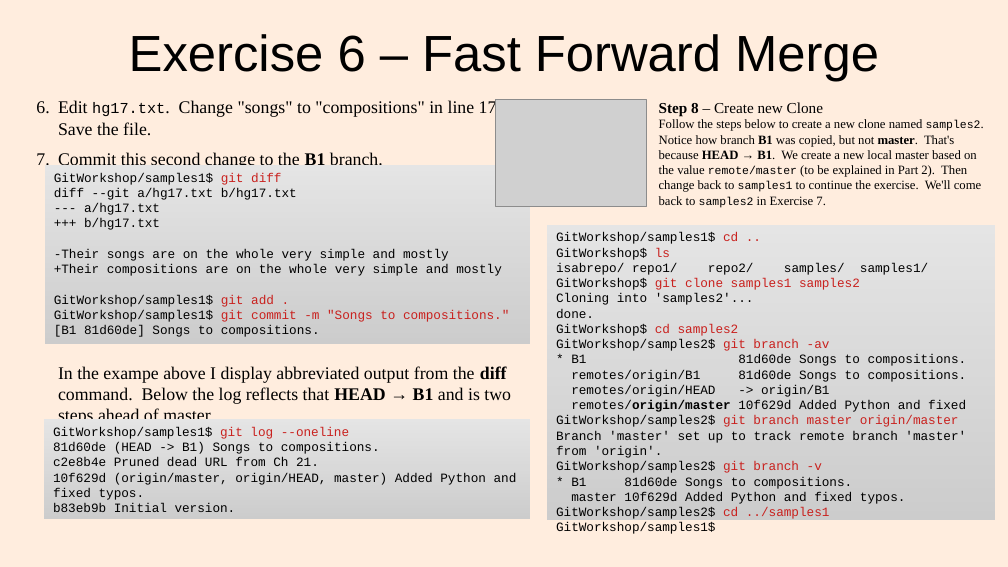
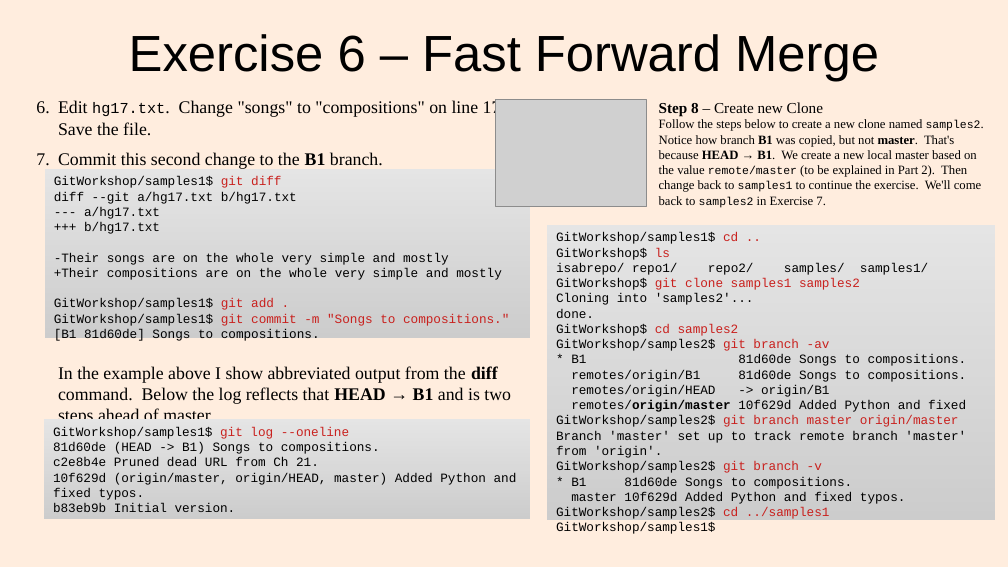
Before and after one commit to lacounty-isab/workshops, a slide deck: slide 23 of git/GitWorkshop1.odp. Drawn at 1008x567 pixels with LibreOffice and Linux fonts; fonts in the diff are those of the drawing; grey boxes stand for pictures. Boxes give left, top, right and bottom in pixels: in the first picture for what was removed or moved away, otherwise in the second. Text is boxed around its words. In the diff, an @@ line names an element or a change of style, - is before the commit and + after.

```diff
--- a/git/GitWorkshop1.odp
+++ b/git/GitWorkshop1.odp
@@ text at <box>58,100,511,419</box>: text changed @@
-6. Edit hg17.txt. Change "songs" to "compositions" in line 17. Save the file.
-7. Commit this second change to the B1 branch.
-   In the exampe above I display abbreviated output from the diff command. Below the log reflects that HEAD → B1 and is two steps ahead of master.
+6. Edit hg17.txt. Change "songs" to "compositions" on line 17. Save the file.
+7. Commit this second change to the B1 branch.
+   In the example above I show abbreviated output from the diff command. Below the log reflects that HEAD → B1 and is two steps ahead of master.
@@ rectangle "GitWorkshop/samples1$ git diff": place and size @@
-rectangle "GitWorkshop/samples1$ git diff" at <box>45,165,531,344</box>
+rectangle "GitWorkshop/samples1$ git diff" at <box>45,168,531,338</box>
```
Also in this commit, not shown: 10 other slides changed, 9 slides removed, 22 other files.

::::::::::

Search the entries for the word "changed" and report how many lines contain it, as a bare number.

— RESPONSE TO THE TASK —
2